▸ TASK TO CARRY OUT:
Exactly as written, print out each entry in the data, with no pictures.

▸ DATA SUPPLIED:

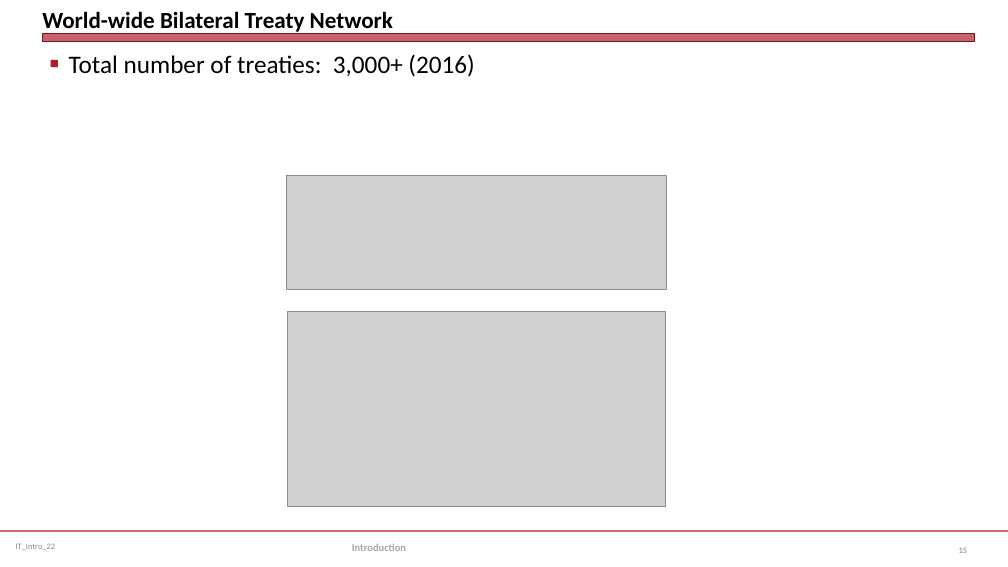
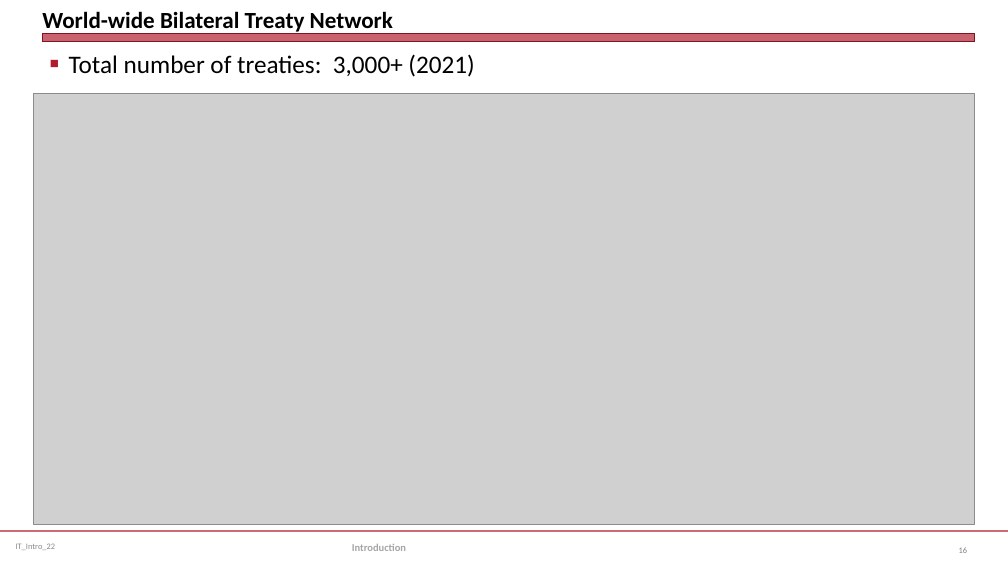
Before and after one commit to jmc877/International-Tax, a slide deck: slide 16 of slides/IT_Intro_22.pptx (slide 15 before the commit). Drawn at 1008x567 pixels with LibreOffice and Linux fonts; fonts in the diff are those of the drawing; grey boxes stand for pictures. Boxes give left, top, right and bottom in pixels: in the first picture for what was removed or moved away, otherwise in the second. Text is boxed around its words. In the diff, an @@ line names an element or a change of style, - is before the commit and + after.

```diff
--- a/slides/IT_Intro_22.pptx
+++ b/slides/IT_Intro_22.pptx
@@ text at (69,54,474,77): text changed @@
-■ Total number of treaties: 3,000+ (2016)
+■ Total number of treaties: 3,000+ (2021)
@@ picture added at (33,94,975,525) @@
@@ picture removed at (286,175,666,290) @@
@@ picture removed at (287,312,665,507) @@
```
Also in this commit, not shown: 6 other slides changed, 1 slide added, 1 other file.

▸ ANSWER TO THIS PROBLEM:
Before and after one commit to jmc877/International-Tax, a slide deck: slide 16 of slides/IT_Intro_22.pptx (slide 15 before the commit). Drawn at 1008x567 pixels with LibreOffice and Linux fonts; fonts in the diff are those of the drawing; grey boxes stand for pictures. Boxes give left, top, right and bottom in pixels: in the first picture for what was removed or moved away, otherwise in the second. Text is boxed around its words. In the diff, an @@ line names an element or a change of style, - is before the commit and + after.

```diff
--- a/slides/IT_Intro_22.pptx
+++ b/slides/IT_Intro_22.pptx
@@ text at (69,54,474,77): text changed @@
-■ Total number of treaties: 3,000+ (2016)
+■ Total number of treaties: 3,000+ (2021)
@@ picture added at (33,94,975,525) @@
@@ picture removed at (286,175,666,290) @@
@@ picture removed at (287,312,665,507) @@
```
Also in this commit, not shown: 6 other slides changed, 1 slide added, 1 other file.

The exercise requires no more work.